### Required action
Whenever a line in the records below holds the string "lectures", include it in the count, and state the number alone.
### Study material ###
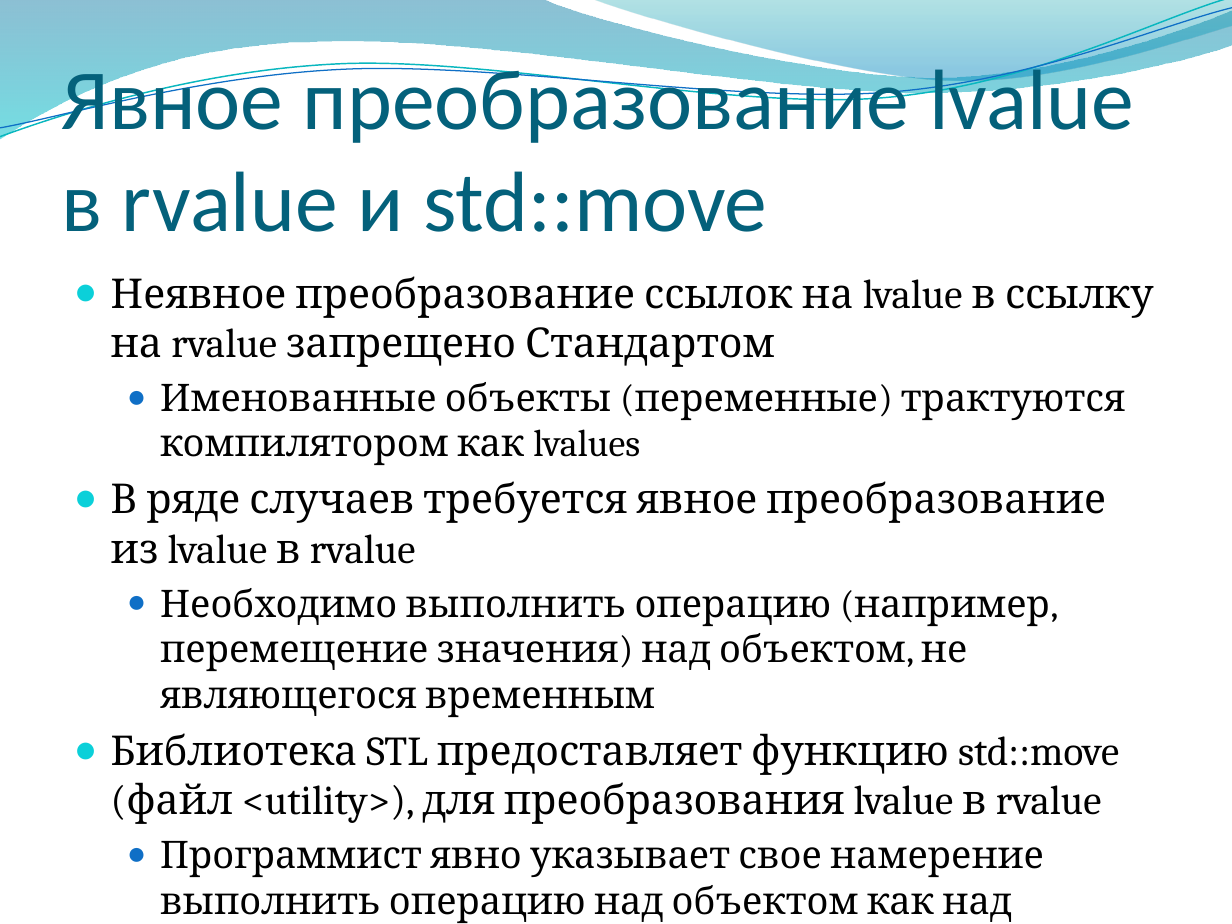
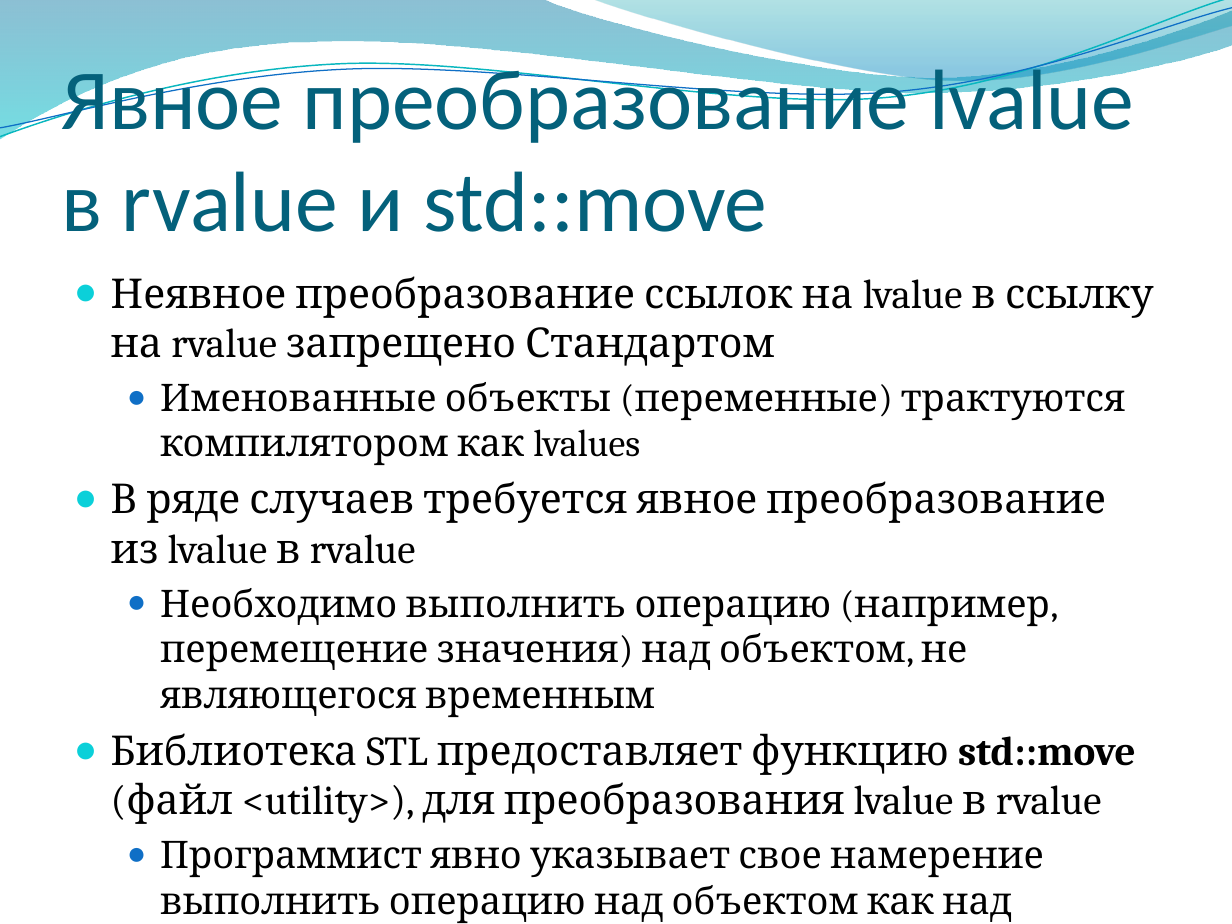
Before and after one commit to alexey-malov/oop, a slide deck: slide 80 of lectures/02/Основы ООП.pptx. Drawn at 1232x924 pixels with LibreOffice and Linux fonts; fonts in the diff are those of the drawing; background and template pictures are left out. Boxes give left, top, right and bottom in pixels: in the first picture for what was removed or moved away, otherwise in the second. Text is boxed around its words. In the diff, an @@ line names an element or a change of style, - is before the commit and + after.

```diff
--- a/lectures/02/Основы ООП.pptx
+++ b/lectures/02/Основы ООП.pptx
@@ text at <box>111,733,1136,824</box>: bold on in "std::move" @@
```
Also in this commit, not shown: 4 other slides changed, 3 slides added, 2 slides removed, 10 other files.
###
### Your response
3